Employing Game Theory to Improve Antimicrobial Resistance Research Studies
In a recent study conducted by researchers at Washington State University, a novel machine learning tool was created using game theory to address the growing public health threat of antimicrobial resistance. As antimicrobial resistance continues to rise in prevalence with over ten million deaths predicted per year globally due to it by the year 2050. By studying antimicrobial resistance, researchers can assess which antibacterial drugs would be best to treat infections. The traditional way of doing this in the past was to culture the bacteria in lab dishes and test various drugs and doses to learn about their impact on bacterial growth, which is time-consuming and unfeasible dependent upon the bacteria.

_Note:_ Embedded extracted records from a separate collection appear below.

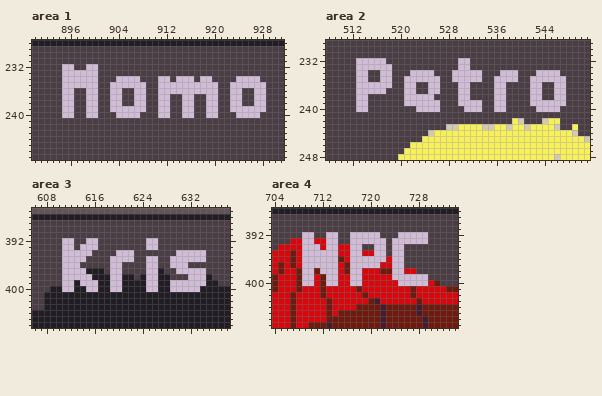
Two versions of one pixel-art file, godot/res/characters/characters.aseprite. Above, as it was before the edit.
960x480 pixels, 1 frame. Colours within 5 levels of each other are drawn and written as one. Shown: area 1: x 890..931, y 228..247; area 2: x 508..551, y 229..248; area 3: x 606..638, y 387..406; area 4: x 704..734, y 388..407. The commit also changed other parts of the picture, which this record leaves out.
New version:
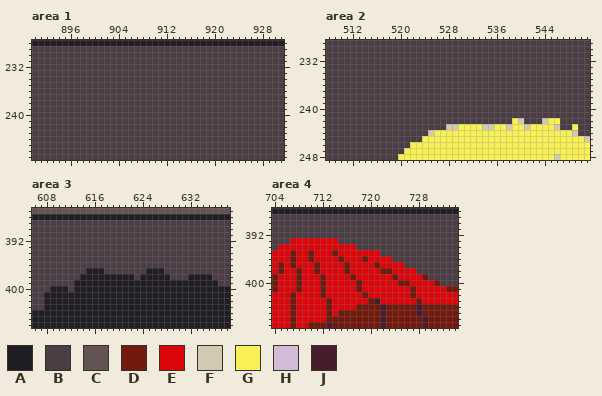
Palette (. is transparent): A #201d24  B #4b3d44  C #645355  D #71190d  E #db060b  F #d2c9b3  G #f7f057  H #d2bbd7  J #461b2c
Change:
layer "Labels" now hidden
Changed rows in their new state; - is an unchanged pixel.
Area 1:
first column x 895:
232 BB--BB----------------------------
233 BBBBBB----------------------------
234 BBBBBB---BBBB---BB-BBB-BB----BBBB-
235 BBBBBB--BBBBBB--BBBBBBBBBB--BBBBBB
236 BB--BB--BB--BB--BBBBBBBBBB--BB--BB
237 BB--BB--BB--BB--BB--BB--BB--BB--BB
238 BB--BB--BB--BB--BB--BB--BB--BB--BB
239 BB--BB--BBBBBB--BB--BB--BB--BBBBBB
240 BB--BB---BBBB---BB--BB--BB---BBBB-
Area 2:
first column x 513:
232 BBBBB------------BB----------------
233 BBBBBB-----------BB----------------
234 BB--BB---BBBB---BBBBB---BBB---BBBB-
235 BB--BB--BBBBBB--BBBBB--BBBB--BBBBBB
236 BBBBBB--BB--BB---BB----BB----BB--BB
237 BBBBB---BB--BB---BB----BB----BB--BB
238 BB------BBBBB----BB----BB----BB--BB
239 BB------BBBBBB---BBBB--BB----BBBBBB
240 BB--------BBBB----BBB--BB-----BBBB-
Area 3:
first column x 611:
392 BB--BB--------BB--------
393 BB-BBB--------BB--------
394 BBBBB----BBB-------BBBBB
395 BBBB----BBBB--BB--BBBBBB
396 BBB-----BB----BB--BBB---
397 BBBB----BB----AA---BBBBB
398 BBBAA---AA----AA-----AAA
399 BB-AAA--AA----AA--AAAAAA
400 AB--AA--AA----AA--AAAAA-
Area 4:
first column x 709:
392 BB--BB--BBBBB---BBBBB
393 EE--EE--BBBBBB-BBBBBB
394 EEE-EE--EB--BB-BB----
395 EDEEED--EE--EB-BB----
396 EDEEEE--EEDEEE-BB----
397 EEDEEE--EEEED--EE----
398 EE-EEE--EE-----EE----
399 EE--EE--DE-----DEEEED
400 EE--EE--ED------DDEEE
Where, in picture pixels (left, top, right, bottom), the same in both pictures:
changed: (62, 64, 266, 118)
changed: (356, 58, 566, 112)
changed: (62, 238, 206, 292)
changed: (302, 232, 428, 286)

With the development of whole genomic sequencing, researchers have been able to identify genes that may be antimicrobial resistant using machine learning techniques. In addition to employing advanced computing methodologies, the research study done at Washington State University also uses a feature reduction strategy that improves the accuracy of results by extracting important features from protein sequences. Researchers took into consideration characteristics such as physicochemical, composition, structural, and evolutionary traits in protein sequences. Moreover, the study tested and observed the interdependency of these features to better predict antimicrobial resistance using game theory.
By applying game theory to the tool, the complex biological systems at work can be understood since the interdependency of various features can be observed to a greater extent. This leads to higher accuracy predictions of antimicrobial resistance protein sequences. The methodologies and findings detailed in the article relate directly to the ideas covered in class in regards to game theory and rational decision making. This study is a real-world application of how game theory can be applied in the field of biological sciences and healthcare. Game theory in this study allowed researchers to understand the complex relationships in the system in order to better deliver solutions to address the health threat of antimicrobial resistance. This study allows us to potentially make advancements in predictive medicine by analyzing interdependencies at play.